Aim of the exercise: From the first line of the listing below through the line with "Game: Godot game, scene", transcribe exactly and skip the pictures.
_ _ _ _ _
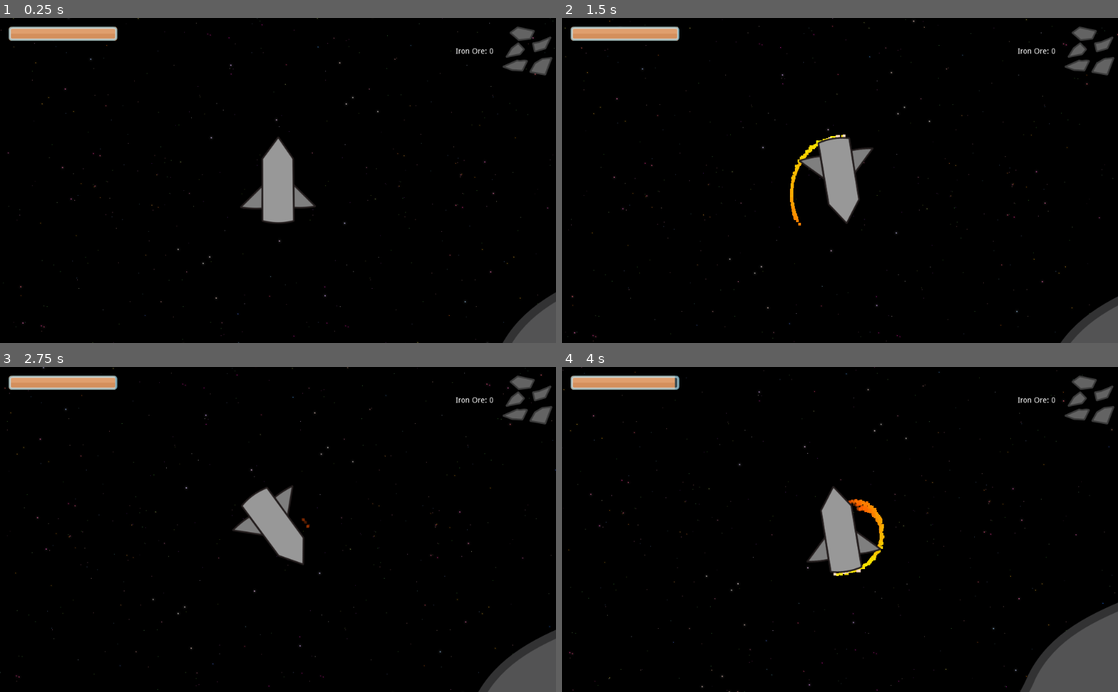
Above: before the commit, frames 1-4 (two rows, left to right).
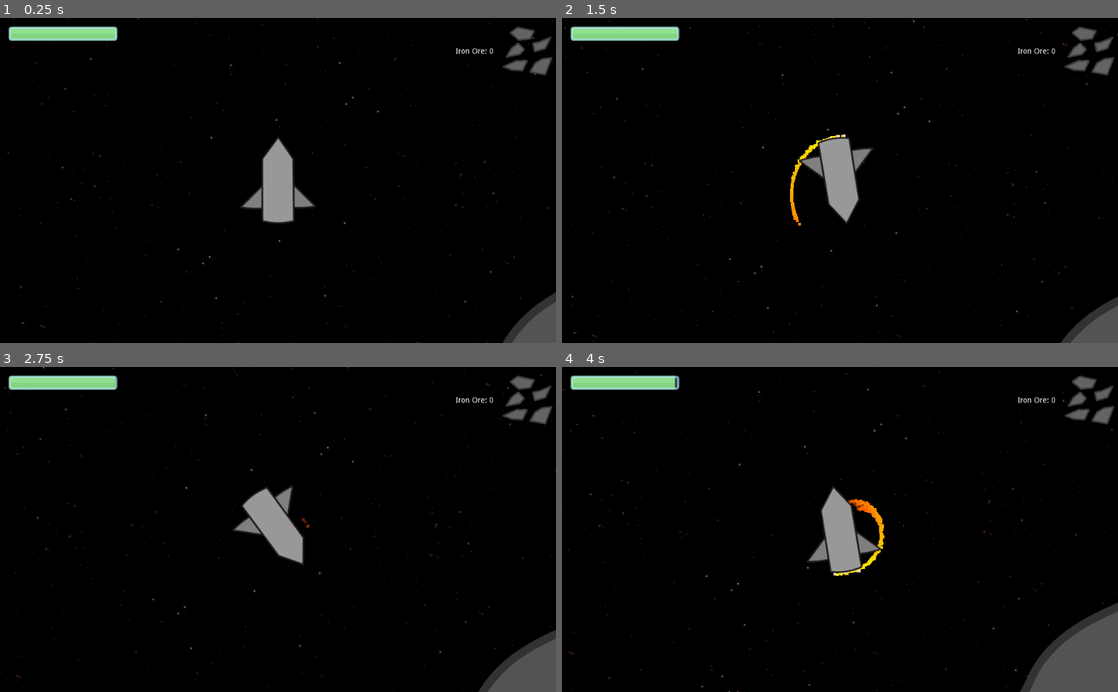
Above: after the commit, the same moments.

Repository: mariothedog/Holes-Theme
Game: Godot game, scene res://Space/Space.tscn
The game is run twice, just before and just after one commit, with the same random seed, the same clock (stepped at 60 frames per second) and the same inputs.
Inputs (mouse positions are in pixels of both pictures, inside the frame that each line leads up to):
- Up to frame 1 (0.25 s): no input
- Up to frame 2 (1.5 s): tap Enter at 0.5 s; move the mouse to (962, 164) at 0.52 s; hold D (turn_right) from 0.53 s (still down); tap L (land) at 0.6, 1.35 s; click (962, 164) at 0.67 s; tap W (thrust) at 0.77 s; move the mouse to (728, 196) at 1.27 s; click (728, 196) at 1.42 s
- Up to frame 3 (2.75 s): tap W (thrust) at 1.52 s; move the mouse to (333, 458) at 2.02 s; release D (turn_right) at 2.03 s; hold A (turn_left) from 2.03 s (still down); tap L (land) at 2.1 s; click (333, 458) at 2.17 s
- Up to frame 4 (4 s): move the mouse to (812, 594) at 2.77 s; release A (turn_left) at 2.78 s; hold D (turn_right) from 2.78 s (still down); tap L (land) at 2.85, 3.6 s; click (812, 594) at 2.92 s; tap W (thrust) at 3.02, 3.77 s; move the mouse to (1006, 578) at 3.52 s; click (1006, 578) at 3.67 s

The runs differ from the first frame. In frame 1, 0.6% of the frame differs, in the area x 1-22%, y 2-8%; in frame 2, 0.6%; in frame 3, 0.6%; in frame 4, 0.6%.

Commit message:
Improved how damage works and added a separate fuel gauge asset

Diff:
--- a/Rocket/Rocket.gd
+++ b/Rocket/Rocket.gd
@@ -61,7 +61,7 @@
 	velocity = move_and_slide(velocity)
 
 	if get_slide_count() > 0 and can_hurt:
-		hurt(velocity.length()/10)
+		hurt(clamp(velocity.length()/10, 5, 60))
 
 func hurt(dmg):
 	var old_health = health
@@ -82,6 +82,7 @@
 	can_hurt = true
 
 func die():
+	global.player_alive = false
 	queue_free()
 
 func land(landing_asteroid):
--- a/Rocket/Rocket.tscn
+++ b/Rocket/Rocket.tscn
@@ -1,10 +1,11 @@
-[gd_scene load_steps=11 format=2]
+[gd_scene load_steps=12 format=2]
 
 [ext_resource path="res://Rocket/Rocket.png" type="Texture" id=1]
 [ext_resource path="res://Rocket/Rocket.gd" type="Script" id=2]
 [ext_resource path="res://UI/glassPanel_200.png" type="Texture" id=3]
 [ext_resource path="res://UI/barHorizontal_red_mid 200.png" type="Texture" id=4]
 [ext_resource path="res://UI/HUD.tscn" type="PackedScene" id=5]
+[ext_resource path="res://UI/barHorizontal_green_mid 200.png" type="Texture" id=6]
 
 [sub_resource type="Gradient" id=1]
 offsets = PoolRealArray( 0, 0.0198676, 0.860927, 1 )
@@ -94,7 +95,7 @@
 margin_bottom = 42.0
 value = 100.0
 texture_over = ExtResource( 3 )
-texture_progress = ExtResource( 4 )
+texture_progress = ExtResource( 6 )
 __meta__ = {
 "_edit_use_anchors_": false
 }
--- a/Space/Space.gd
+++ b/Space/Space.gd
@@ -21,30 +21,41 @@
 	save_game()
 
 func _process(_delta):
-	var spawnAsteroid = true
-	for posit in landing_asteroid_positions:
-		if $Rocket.position.distance_to(posit) < min_asteroid_dist_to_player:
-			spawnAsteroid = false
-			return
+	if global.player_alive:
+		var spawnAsteroid = true
+		for posit in landing_asteroid_positions:
+			if $Rocket.position.distance_to(posit) < min_asteroid_dist_to_player:
+				spawnAsteroid = false
+				return
 
-	if spawnAsteroid:
-		var landing_asteroid_instance = landing_asteroid_scene.instance()
+		if spawnAsteroid:
+			var landing_asteroid_instance = landing_asteroid_scene.instance()
 
-		var pos
-		var in_range = true
-		while in_range:
-			var pos_x = global.random_number($Rocket.position.x - 1700, $Rocket.position.x + 1700)
-			var pos_y = global.random_number($Rocket.position.y - 1700, $Rocket.position.y + 1700)
-			pos = Vector2(pos_x, pos_y)
+			var pos
+			var in_range = true
+			while in_range:
+				var pos_x = global.random_number($Rocket.position.x - 1700, $Rocket.position.x + 1700)
+				var pos_y = global.random_number($Rocket.position.y - 1700, $Rocket.position.y + 1700)
+				pos = Vector2(pos_x, pos_y)
 
-			in_range = $Rocket.position.distance_to(pos) < max_asteroid_spawn_dist_to_player
+				in_range = $Rocket.position.distance_to(pos) < max_asteroid_spawn_dist_to_player
 
-		landing_asteroid_positions.append(pos)
-		landing_asteroid_instance.position = pos
+			landing_asteroid_positions.append(pos)
+			landing_asteroid_instance.position = pos
 
-		add_child(landing_asteroid_instance)
+			add_child(landing_asteroid_instance)
 
-		save_game()
+			save_game()
+	else:
+		delete_game()
+
+		global.ore_positions = {}
+		global.hole_positions = {}
+		global.inventory = {}
+		global.player_alive = true
+
+		if get_tree().reload_current_scene() != OK:
+			print_debug("An error occured while reloading the current scene.")
 
 func spawn_asteroid_landing():
 	var landing_asteroid_instance = landing_asteroid_scene.instance()
@@ -102,6 +113,7 @@
 		"rocket_pos_y" : $Rocket.position.y,
 		"rocket_rot" : $Rocket.rotation,
 		"rocket_fuel" : $Rocket.fuel,
+		"rocket_health" : $Rocket.health,
 		"ore_positions" : ore_positions,
 		"hole_positions" : hole_positions,
 		"inventory" : global.inventory
@@ -136,6 +148,8 @@
 		$Rocket.rotation = node_data["rocket_rot"]
 
 		$Rocket.fuel = node_data["rocket_fuel"]
+		$Rocket.health = node_data["rocket_health"]
+		$"Rocket/Health Bar".value = $Rocket.health
 
 		if len(global.ore_positions) == 0:
 			var ore_positions = node_data["ore_positions"]
@@ -165,3 +179,7 @@
 		if len(global.inventory) == 0:
 			global.inventory = node_data["inventory"]
 		$Rocket/HUD.update_inventory()
+
+func delete_game():
+	var dir = Directory.new()
+	dir.remove("user://savegame.save")
--- a/global.gd
+++ b/global.gd
@@ -12,3 +12,6 @@
 
 # warning-ignore:unused_class_variable
 var inventory = {}
+
+# warning-ignore:unused_class_variable
+var player_alive = true
Not shown, changed: Credits.txt
Binary file added: UI/barHorizontal_green_mid 200.png
Not shown, added: UI/barHorizontal_green_mid 200.png.import
_ _ _ _ _
Response below:
Above: before the commit, frames 1-4 (two rows, left to right).
Above: after the commit, the same moments.

Repository: mariothedog/Holes-Theme
Game: Godot game, scene res://Space/Space.tscn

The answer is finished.